But, as indicated by the title of the new movie, which was written by Michael Cristofer, the Pulitzer Prize–winning playwright of
The Shadow Box
, this was first and foremost a love story. It would be something of an old-home week as well. It would pair De Niro with Meryl Streep for the first time since The Deer Hunter, and feature Harvey Keitel as his character’s pal and confidante; Ulu Grosbard would direct. And it would be filmed in and around New York, which, increasingly, was a matter of genuine import in De Niro’s choice of projects. “I was tired,” he explained. “This script came along. It was a nice story, set here in New York.”

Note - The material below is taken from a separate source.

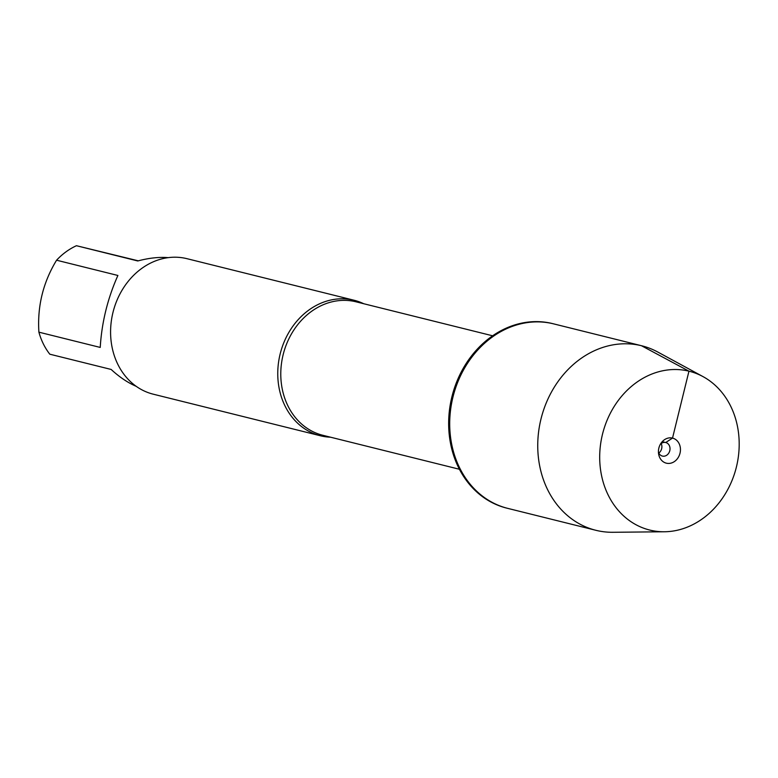 <?xml version="1.0" encoding="UTF-8"?>
<svg xmlns="http://www.w3.org/2000/svg" width="778" height="778" viewBox="0 0 778 778"><rect width="100%" height="100%" fill="white"/><g stroke="black" fill="none" stroke-linecap="round" stroke-linejoin="round"><path stroke-width="1.17" d="M703.03 376.62A81.826 68.931 104 0 0 605.012 425.702A81.826 68.931 104 0 0 649.931 530.1A81.826 68.931 104 0 0 664.441 531.763A81.826 68.931 104 0 0 736.338 467.277A81.826 68.931 104 0 0 703.03 376.62L657.799 352.045A95.062 80.085 104 0 0 641.724 345.782L552.633 323.619A95.062 80.085 104 0 0 552.361 323.551A95.062 80.085 104 0 0 451.93 396.702A95.062 80.085 104 0 0 506.741 508.122L507.791 508.384A95.062 80.085 -76 0 1 452.981 396.965A95.062 80.085 -76 0 1 553.411 323.813A95.062 80.085 -76 0 1 553.683 323.881A95.062 80.085 104 0 0 453.02 396.799A95.062 80.085 104 0 0 507.791 508.384A95.062 80.085 104 0 0 508.063 508.452M330.524 437.197A69.816 58.817 -76 0 1 320.624 435.816A69.816 58.817 -76 0 1 320.429 435.768A69.816 58.817 -76 0 1 280.168 353.932A69.816 58.817 -76 0 1 353.932 300.211A69.816 58.817 -76 0 1 354.126 300.259A69.816 58.817 -76 0 1 363.725 303.731M354.126 300.259L186.953 258.675A69.816 58.817 104 0 0 186.749 258.627A69.816 58.817 104 0 0 112.995 312.348A69.816 58.817 104 0 0 153.247 394.183L320.429 435.768M136.228 386.335C127.806 382.718 119.433 377.087 111.128 369.443L49.802 354.194A67.025 56.463 -76 0 1 38.9 332.167L100.226 347.426C101.753 322.403 107.646 298.421 117.896 275.47L56.57 260.212A67.025 56.463 -76 0 1 76.448 245.712L138.29 260.825M38.9 332.167C37.227 306.308 43.111 282.326 56.57 260.212M76.448 245.712L137.774 260.97C148.822 258.004 158.975 256.896 168.213 257.644M641.724 345.782A95.062 80.085 104 0 0 541.06 418.7A95.062 80.085 104 0 0 595.831 530.285A95.062 80.085 104 0 0 596.104 530.353A95.062 80.085 104 0 0 612.967 532.288L664.441 531.763M661.183 443.538A6.983 5.884 -76 0 1 658.82 453.049M660.386 444.228A6.983 5.884 -76 0 1 665.735 442.517A6.983 5.884 -76 0 1 665.754 442.526A6.983 5.884 -76 0 1 669.78 450.725A6.983 5.884 -76 0 1 662.389 456.073A6.983 5.884 -76 0 1 658.441 452.067M666.367 463.182A12.915 10.882 104 0 0 680.011 453.224A12.915 10.882 104 0 0 672.523 438.092A12.915 10.882 104 0 0 661.251 442.876A12.915 10.882 104 0 0 658.567 453.662A12.915 10.882 104 0 0 666.367 463.182M662.243 441.651L665.735 442.517L672.523 438.092L688.958 371.174L641.451 345.714L553.411 323.813M492.63 335.795L355.993 301.806A68.765 57.932 104 0 0 355.799 301.757A68.765 57.932 104 0 0 283.153 354.671A68.765 57.932 104 0 0 322.802 435.272L459.428 469.26M595.831 530.285L507.791 508.384"/></g></svg>

That didn’t exactly speak of an obsessive need to play the part. In fact, De Niro’s notes for the film were scantier than any he had ever made in a film in which he had a significant role. (It’s interesting, too, to note that on the two occasions he chose to work with Grosbard, he did so partly, by his own confession, so that he could commit himself less to his work than ordinarily.) His choice of props was minimal—a watch, a wallet, a ring, a shopping list. He wore the most workaday clothes as wardrobe. Remarkably, he didn’t figure out what his character did for a living. “
We weren’t even sure if this guy was an engineer or a construction worker,” he confessed. “I
still
don’t know. That isn’t what mattered.”

To be fair, he did put effort into calculating the nuances of the progress his character, Frank Raftis, was making from an ordinary life to the verge of a passionate extramarital affair. In his first scenes, his notes reminded him to remain oblivious to the goings-on around him
that had nothing to do with him, to adopt an air, as he put it, of a non-actor caught on the reality TV prank show series
Candid Camera
, “totally unaware of anyone watching me.” He later indicates that he’ll note his character’s movement from interest in his new acquaintance to romantic feelings: “
There’s got to be that look
,
that imperceptible look!
” And he spells out with precision his character’s frame of mind during the climactic confession of his feelings: “Telling her is more important than anything, precedes and supersedes anything, and not only do I love her but she loves me and she knows it. She might not want to see me and might not think we ought to see each other, but she can’t say she doesn’t feel the same way about me.”